Settle down and continue with the management of your labor. If all is well you do not need IV fluid, to keep hydrated drink plenty of water. You also do not need to be monitored continuously. You can gently ask to be monitored each hour for about 20 minutes, which is a good compromise with the nurse, since it is her job on the line. But you will need to move around, change position and even take a walk in the corridors to speed dilation. If there is a shower or bath tub available, ask to use it. Settling into the room is far easier after a relaxing, warm shower. You might also want to consider bringing a comfy night gown with you. Be sure that it is one that permits you to access your breasts easily (e.g., is open in the front or has spaghetti straps), and short enough to easily get it out of the way for the pushing stage. Other comforts, such as warm socks and slippers will add to your sense of ease. If your waters have broken you don’t need to be checked often, as this will increase the chances of infection. Let’s talk about vaginal exams during your time in the hospital. Of course you’ll need the initial one, to evaluate where you are in cervical dilation. But once that is done, the suggestion of subsequent exams can be taken with a grain of salt. Bear in mind that following your admission into the hospital all you need to focus on is managing your waves and getting to the point where your body wants to push. Other than that, repeated vaginal checks can work against you. In spite of the many things you will hear about the rate of progression (“You must dilate one cm per hour,” I have even heard “One and one quarter per hour” whatever that means!) each of our bodies reacts differently to labor. Getting checked too often can be discouraging. Best practice would be to set a “checking” schedule that you feel comfortable with -- let’s say every 4 to 5 hours. That translates to simply monitoring your progression. There is no rush in delivering babies, as long as their heart beat remains steady, at between 120 and 180 BPM.

After awhile, here’s what you may hear: “You have been laboring for quite some time and your cervix is still at “x” cm dilated. I’d like you to consider pitocin to “kick start your labor and get this baby out.” At this point, it is essential to establish whether they have suggested natural ways to induce your labor. These natural methods include the breaking of the waters if this has not happened yet; moving around; walking and using a birthing ball.

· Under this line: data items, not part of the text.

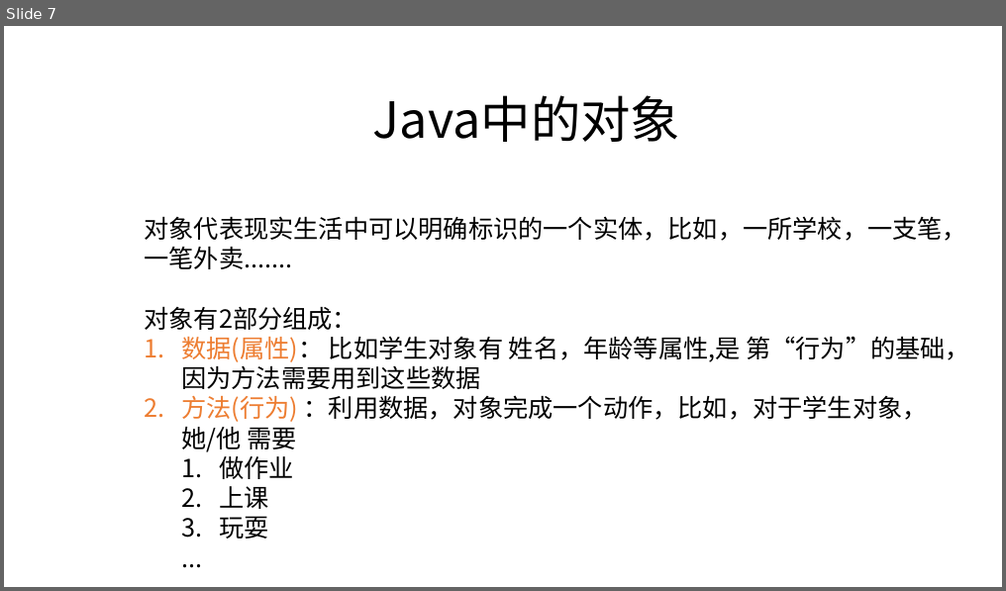
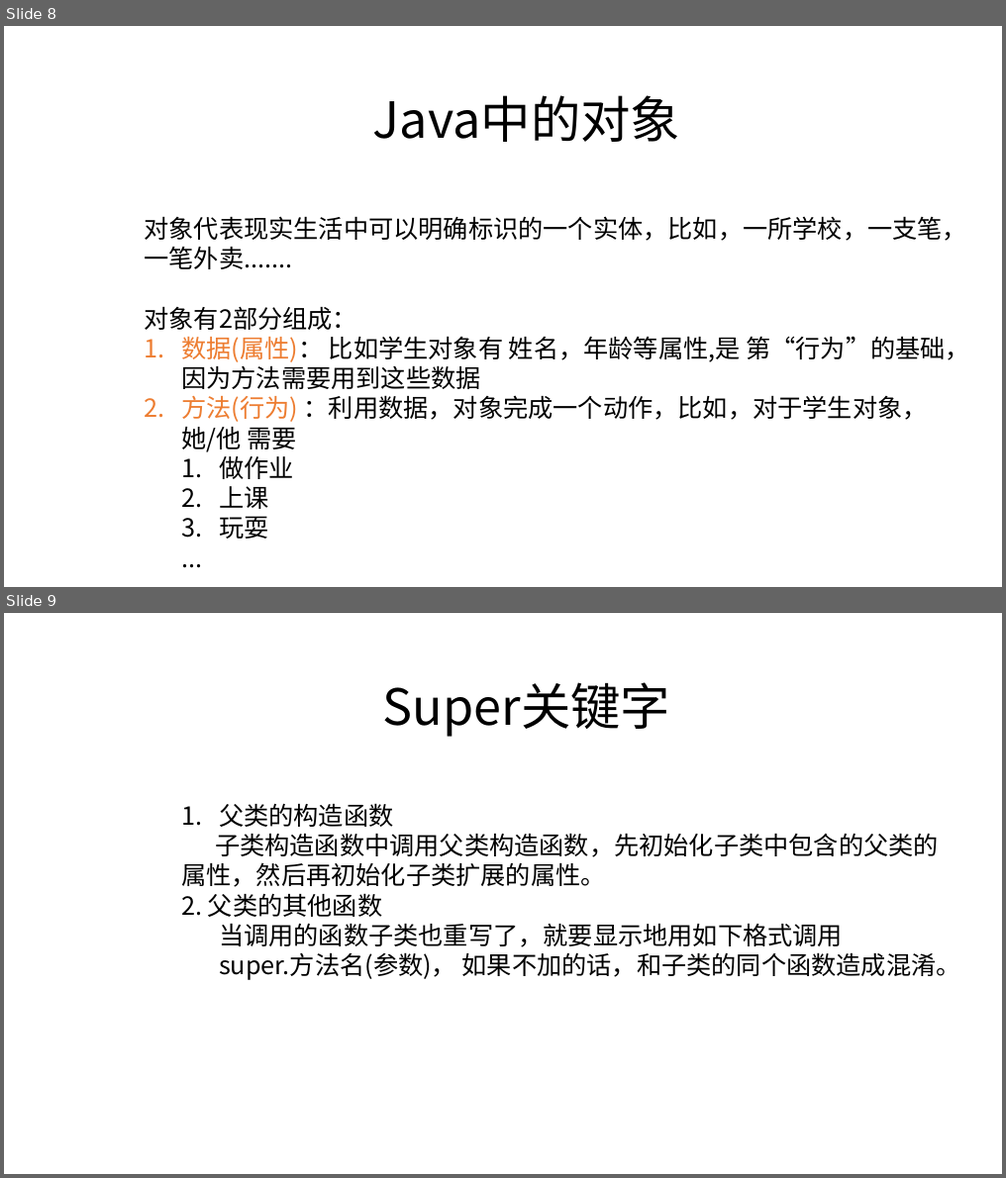
Before and after one commit to zjyesir/hmc_java_1, a slide deck: ppt/11.继承.pptx. Shown one above the other, each under a label of ours: slide 7 before the commit, slides 8 and 9 after it. The pictures are 1006x591 and 1006x1178 pixels, drawn with LibreOffice and Linux fonts; fonts in the diff are those of the drawing; background and template pictures are left out. Boxes give left, top, right and bottom in pixels: in the first picture for what was removed or moved away, otherwise in the second. Text is boxed around its words. In the diff, an @@ line names an element or a change of style, - is before the commit and + after.

```diff
--- a/ppt/11.继承.pptx
+++ b/ppt/11.继承.pptx
@@ slide 9 added at [4,613,1002,1174], background picture (left out) @@
@@ text added at [383,682,671,737], 48 pt, text #000000 @@
+Super关键字
@@ text added at [181,803,961,980], 24 pt, text #000000 @@
+  1. 父类的构造函数
+  子类构造函数中调用父类构造函数，先初始化子类中包含的父类的属性，然后再初始化子类扩展的属性。
+  2. 父类的其他函数
+    当调用的函数子类也重写了，就要显示地用如下格式调用
+    super.方法名(参数)， 如果不加的话，和子类的同个函数造成混淆。
@@ what was slide 7 is now slide 8 @@
```
Also in this commit, not shown: 2 slides changed, 7 other slides added, 3 slides removed, 2 other files.
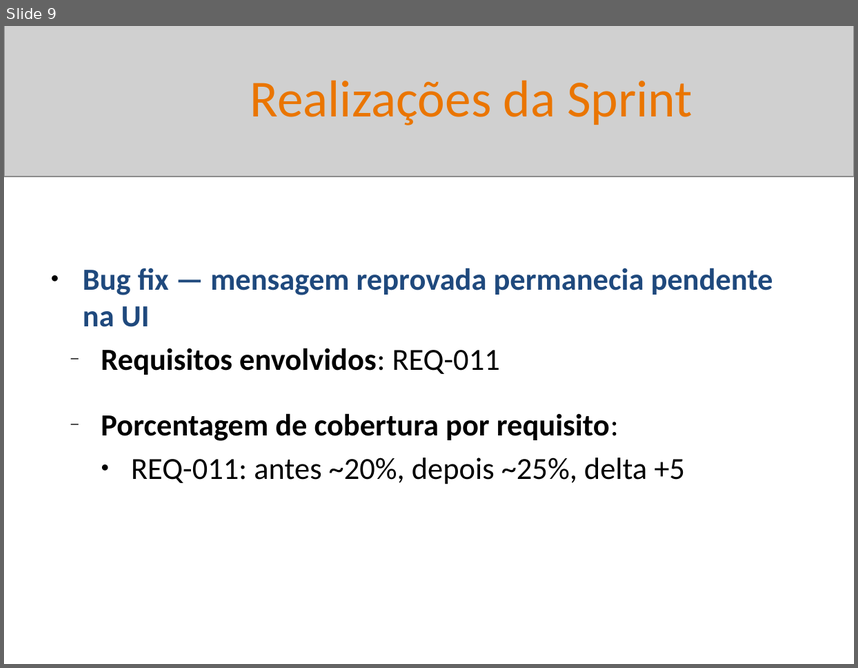
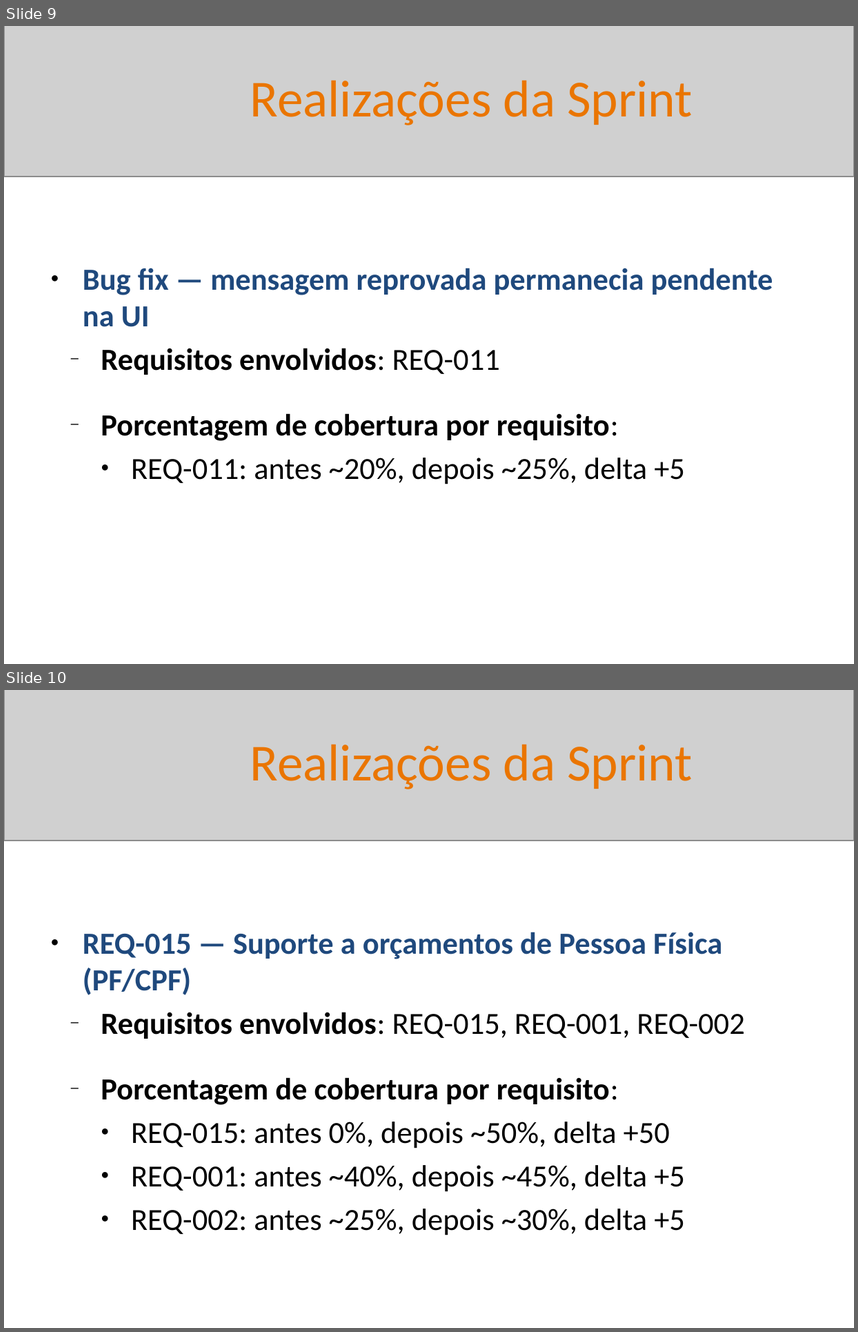
Before and after one commit to BetoFigu66/AgenteAssistenteDeVendas, a slide deck: artefatos/gerente_de_projetos/reports/sprint_02_20260510_Interno.pptx. Shown one above the other, each under a label of ours: slide 9 before the commit, slides 9 and 10 after it. The pictures are 858x668 and 858x1332 pixels, drawn with LibreOffice and Linux fonts; fonts in the diff are those of the drawing; grey boxes stand for pictures. Boxes give left, top, right and bottom in pixels: in the first picture for what was removed or moved away, otherwise in the second. Text is boxed around its words. In the diff, an @@ line names an element or a change of style, - is before the commit and + after.

Commit message:
criação de novas issues no board e atualização do relatório sprint 02

```diff
--- a/artefatos/gerente_de_projetos/reports/sprint_02_20260510_Interno.pptx
+++ b/artefatos/gerente_de_projetos/reports/sprint_02_20260510_Interno.pptx
@@ slide 10 added at [4, 690, 854, 1328], background #FFFFFF @@
@@ picture added at [4, 690, 854, 840] @@
@@ text added at [250, 744, 693, 789], 44 pt, text #EA7500 @@
+Realizações da Sprint
@@ text added at [83, 931, 744, 1235], 26 pt, text #000000 @@
+● REQ-015 — Suporte a orçamentos de Pessoa Física (PF/CPF)
+  – Requisitos envolvidos: REQ-015, REQ-001, REQ-002
+  – Porcentagem de cobertura por requisito:
+  ● REQ-015: antes 0%, depois ~50%, delta +50
+  ● REQ-001: antes ~40%, depois ~45%, delta +5
+  ● REQ-002: antes ~25%, depois ~30%, delta +5
```
Also in this commit, not shown: 7 slides changed, 8 other slides added, 15 other files.

If the baby is not in trouble and his/her fetal heart patterns are normal, you should gently decline the pitocin and ask them to give you more time to kick your labor into gear naturally.

In my last birth I had a nurse who insisted my client needed pitocin to help her during pushing. Her reasoning “Usually during pushing we see three contractions on the screen and with you all I see is one at the time. A little pitocin would really help!” She had not asked the doctor about pitocin she just wanted the pushing to be done a certain way. My client was great and declined each time, but it was getting annoying. So once the nurse suggested pitocin the third time, I looked into my client’s eyes, placed my finger close to one of her ears and said “As I snap my fingers I want you to give yourself a shot of oxitocin, the natural pitocin. One two three SNAP” Sure enough her contraction kicked in and the nurse witnessed the three contraction per screen she wanted. She left the room and said “Keep on pushing with your doula, and if it start to hurt let her give you a natural epidural!”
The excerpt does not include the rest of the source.